(Items from a data source)

▼

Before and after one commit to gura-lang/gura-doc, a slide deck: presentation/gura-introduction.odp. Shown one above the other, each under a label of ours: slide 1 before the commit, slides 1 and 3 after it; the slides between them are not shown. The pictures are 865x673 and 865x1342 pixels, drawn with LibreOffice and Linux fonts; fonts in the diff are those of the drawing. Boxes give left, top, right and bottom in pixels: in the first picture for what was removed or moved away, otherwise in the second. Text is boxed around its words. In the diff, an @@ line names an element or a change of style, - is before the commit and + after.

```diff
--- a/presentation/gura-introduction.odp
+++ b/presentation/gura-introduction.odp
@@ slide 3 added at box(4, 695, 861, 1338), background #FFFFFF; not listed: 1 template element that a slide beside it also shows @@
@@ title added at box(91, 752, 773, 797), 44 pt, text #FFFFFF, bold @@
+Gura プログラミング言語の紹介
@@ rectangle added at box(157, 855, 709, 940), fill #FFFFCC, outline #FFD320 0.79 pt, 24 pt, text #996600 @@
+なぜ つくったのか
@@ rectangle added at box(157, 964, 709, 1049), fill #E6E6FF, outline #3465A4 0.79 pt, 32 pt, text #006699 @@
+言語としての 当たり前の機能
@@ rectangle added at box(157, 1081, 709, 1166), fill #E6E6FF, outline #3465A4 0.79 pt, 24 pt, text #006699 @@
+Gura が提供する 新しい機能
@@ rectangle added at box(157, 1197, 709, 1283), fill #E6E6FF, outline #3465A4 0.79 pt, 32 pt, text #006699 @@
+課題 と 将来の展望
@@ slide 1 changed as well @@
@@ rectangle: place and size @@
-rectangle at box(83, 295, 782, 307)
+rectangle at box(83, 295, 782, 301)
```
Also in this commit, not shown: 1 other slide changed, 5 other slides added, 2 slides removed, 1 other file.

▲

Every line above must be repeated exactly as it appears.

**Response below**
Before and after one commit to gura-lang/gura-doc, a slide deck: presentation/gura-introduction.odp. Shown one above the other, each under a label of ours: slide 1 before the commit, slides 1 and 3 after it; the slides between them are not shown. The pictures are 865x673 and 865x1342 pixels, drawn with LibreOffice and Linux fonts; fonts in the diff are those of the drawing. Boxes give left, top, right and bottom in pixels: in the first picture for what was removed or moved away, otherwise in the second. Text is boxed around its words. In the diff, an @@ line names an element or a change of style, - is before the commit and + after.

```diff
--- a/presentation/gura-introduction.odp
+++ b/presentation/gura-introduction.odp
@@ slide 3 added at box(4, 695, 861, 1338), background #FFFFFF; not listed: 1 template element that a slide beside it also shows @@
@@ title added at box(91, 752, 773, 797), 44 pt, text #FFFFFF, bold @@
+Gura プログラミング言語の紹介
@@ rectangle added at box(157, 855, 709, 940), fill #FFFFCC, outline #FFD320 0.79 pt, 24 pt, text #996600 @@
+なぜ つくったのか
@@ rectangle added at box(157, 964, 709, 1049), fill #E6E6FF, outline #3465A4 0.79 pt, 32 pt, text #006699 @@
+言語としての 当たり前の機能
@@ rectangle added at box(157, 1081, 709, 1166), fill #E6E6FF, outline #3465A4 0.79 pt, 24 pt, text #006699 @@
+Gura が提供する 新しい機能
@@ rectangle added at box(157, 1197, 709, 1283), fill #E6E6FF, outline #3465A4 0.79 pt, 32 pt, text #006699 @@
+課題 と 将来の展望
@@ slide 1 changed as well @@
@@ rectangle: place and size @@
-rectangle at box(83, 295, 782, 307)
+rectangle at box(83, 295, 782, 301)
```
Also in this commit, not shown: 1 other slide changed, 5 other slides added, 2 slides removed, 1 other file.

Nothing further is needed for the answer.